After two flights, we finally made it to the Bangladeshi city of Saidpur, and by that afternoon, I was standing on the roof of the factory which makes Apolis' market bags, my eyes welling up with tears. At six floors and 4,000 square feet, the market bag factory is the largest building in the entire city, and the largest garment and textile business in this community of 204,000 people. Rising high above the tin-roofed single-story homes of the surrounding area, the factory was built here in 2015. It currently employs 106 mothers who would otherwise be unemployed, and there's a long waiting list of women who want to work here when positions open up. The quality of the facility is really incredible, going way above and beyond Fair Trade standards, and people throughout the community and country continue to be amazed by the way this factory has benefited the lives of people working here.
In the coming days, I'll share specific stories from the women who work here, but for now I will say that I've never met anyone in the garment trade with more integrity than Ghayasuddin, the factory's manager. He's open and transparent, and genuinely believes that business can radically improve the lives of these women, giving a low-income community a sense of ownership and opportunity. And I feel so blown away that our market bags make up over half of the factory's work, a number which continues to grow. This means that everyone who purchases a market bag is contributing directly to the success of the factory, which in turn benefits the community of Saidpur. It is humbling and exciting to see the tangible results of such an endeavor.

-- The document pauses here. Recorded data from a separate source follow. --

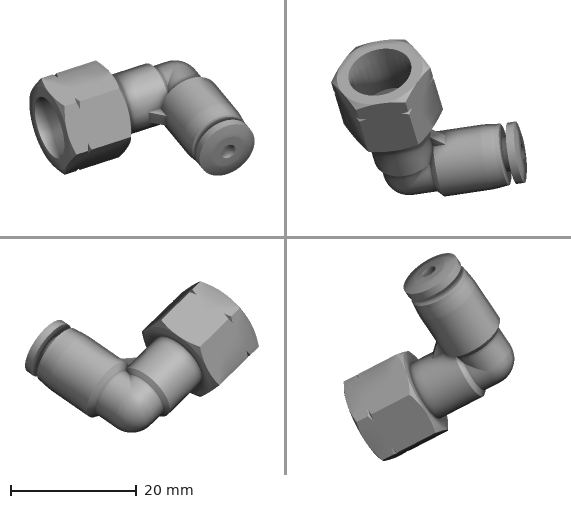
import cadquery as cq
import math


hex_flats = 14.0
hex_corners = hex_flats / math.cos(math.radians(30))
nut_start = 11.45
nut_end = 22.5
nut_length = nut_end - nut_start
chamfer_angle = 30
groove_distance = 19.48
groove_depth = 0.53
groove_half_width = 0.33
cutter_margin = 1.4

socket_mouth_radius = 5.13
socket_depth = 8.88
socket_floor_radius = socket_mouth_radius - socket_depth / 32
passage_radius = 1.28

elbow_radius = 4.25
stem_radius = 5
stem_taper_start = 2.75
stem_taper_end = stem_taper_start + stem_radius - elbow_radius

body_radius = 5.25
body_cone_start = 4.0
body_cone_end = body_cone_start + body_radius - elbow_radius
body_straight_end = 12.82
body_nose_start = 14.85
body_nose_radius = 5.02
body_rim_end = 15.55
body_rim_radius = 4.97
body_end = 15.65
body_end_radius = 4.72
neck_radius = 2.8
collar_start = 16.75
collar_radius = 4.95
collar_rim_end = 18.07
port_end = 18.48
collar_face_radius = 2.83
collar_bulge = (18.35, 3.95)

web_thickness = 2.0
web_leg_sum = 12.2
web_inset = 2.78


def make_nut():
    """Hexagonal prism chamfered at both ends, with a V groove across its corners."""
    corner_radius = hex_corners / 2
    flat_radius = hex_flats / 2
    chamfer_length = (corner_radius - flat_radius) * math.tan(math.radians(chamfer_angle))
    prism = (
        cq.Workplane("XZ", origin=(0, -nut_start, 0))
        .polygon(6, hex_corners)
        .extrude(nut_length)
    )
    envelope = (
        cq.Workplane("XY")
        .polyline([
            (0, -nut_start),
            (flat_radius, -nut_start),
            (corner_radius, -nut_start - chamfer_length),
            (corner_radius, -nut_end + chamfer_length),
            (flat_radius, -nut_end),
            (0, -nut_end),
        ])
        .close()
        .revolve(360, (0, 0, 0), (0, 1, 0))
    )
    outer_half_width = groove_half_width * (groove_depth + cutter_margin) / groove_depth
    groove = (
        cq.Workplane("XY")
        .polyline([
            (corner_radius - groove_depth, -groove_distance),
            (corner_radius + cutter_margin, -groove_distance - outer_half_width),
            (corner_radius + cutter_margin, -groove_distance + outer_half_width),
        ])
        .close()
        .revolve(360, (0, 0, 0), (0, 1, 0))
    )
    return prism.intersect(envelope).cut(groove)


def make_stem():
    """Round stem from the elbow centre to the nut, stepped up by a cone."""
    return (
        cq.Workplane("XY")
        .polyline([
            (0, 0),
            (elbow_radius, 0),
            (elbow_radius, -stem_taper_start),
            (stem_radius, -stem_taper_end),
            (stem_radius, -nut_start),
            (0, -nut_start),
        ])
        .close()
        .revolve(360, (0, 0, 0), (0, 1, 0))
    )


def make_port():
    """Tube port with a tapered nose, a neck and a release collar."""
    return (
        cq.Workplane("XY")
        .moveTo(0, 0)
        .lineTo(0, elbow_radius)
        .lineTo(body_cone_start, elbow_radius)
        .lineTo(body_cone_end, body_radius)
        .lineTo(body_straight_end, body_radius)
        .tangentArcPoint((body_nose_start, body_nose_radius), relative=False)
        .lineTo(body_rim_end, body_rim_radius)
        .lineTo(body_end, body_end_radius)
        .lineTo(body_end, neck_radius)
        .lineTo(collar_start, neck_radius)
        .lineTo(collar_start, collar_radius)
        .lineTo(collar_rim_end, collar_radius)
        .threePointArc(collar_bulge, (port_end, collar_face_radius))
        .lineTo(port_end, 0)
        .close()
        .revolve(360, (0, 0, 0), (1, 0, 0))
    )


def make_web():
    """Flat gusset whose sloping edge bridges the stem and the port."""
    far = web_leg_sum - web_inset
    return (
        cq.Workplane("XY")
        .polyline([(web_inset, -web_inset), (far, -web_inset), (web_inset, -far)])
        .close()
        .extrude(web_thickness / 2, both=True)
    )


def make_socket():
    """Tapered bore entering from the open face of the nut."""
    socket_floor = nut_end - socket_depth
    return (
        cq.Workplane("XY")
        .polyline([
            (0, -nut_end),
            (socket_mouth_radius, -nut_end),
            (socket_floor_radius, -socket_floor),
            (0, -socket_floor),
        ])
        .close()
        .revolve(360, (0, 0, 0), (0, 1, 0))
    )


def make_passage():
    """Round flow passage turning the corner through a ball of the same radius."""
    nut_leg = cq.Workplane("XZ").circle(passage_radius).extrude(nut_end)
    port_leg = cq.Workplane("YZ").circle(passage_radius).extrude(port_end)
    ball = cq.Workplane("XY").sphere(passage_radius)
    return nut_leg.union(port_leg).union(ball)


elbow_ball = cq.Workplane("XY").sphere(elbow_radius)
outside = elbow_ball.union(make_stem()).union(make_port()).union(make_web()).union(make_nut())
result = outside.cut(make_socket()).cut(make_passage())
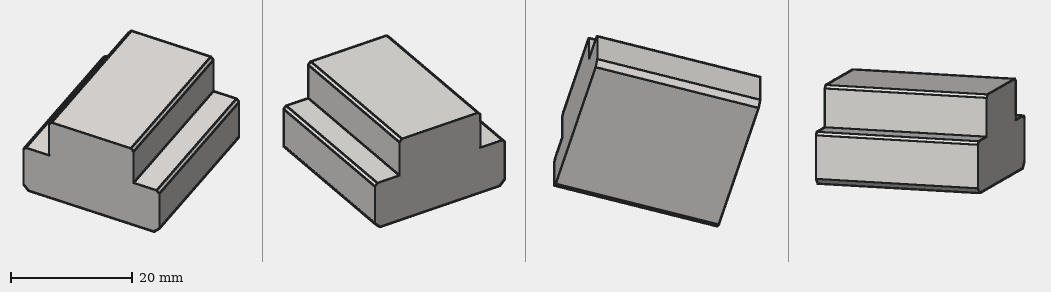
import cadquery as cq

length = 28.0
flange_width = 25.4
flange_height = 8.8
neck_width = 15.8
total_height = 15.8

top_chamfer = 0.5
bottom_chamfer = 1.0


def centred_bar(width, height, base_z):
    """Bar along Y, centred on X and Y, standing on base_z."""
    return (
        cq.Workplane("XY")
        .workplane(offset=base_z)
        .rect(width, length)
        .extrude(height)
    )


def make_flange():
    """Wide lower bar with its four long edges chamfered."""
    flange = centred_bar(flange_width, flange_height, 0)
    flange = flange.faces(">Z").edges("|Y").chamfer(top_chamfer)
    return flange.faces("<Z").edges("|Y").chamfer(bottom_chamfer)


def make_neck():
    """Narrow upper bar with its two top long edges chamfered."""
    neck = centred_bar(neck_width, total_height - flange_height, flange_height)
    return neck.faces(">Z").edges("|Y").chamfer(top_chamfer)


result = make_flange().union(make_neck())

I'm really looking forward to sharing the stories of the women who make this bag, so stay tuned as I continue these Bangladesh updates over the next week. You can catch live broadcasts on the Apolis Instagram, as well as daily updates with photos right here on the Apolis Journal. Below are some images from Day Four, along with some links to a few of my favorite travel items that I put to good use today. Thanks for reading!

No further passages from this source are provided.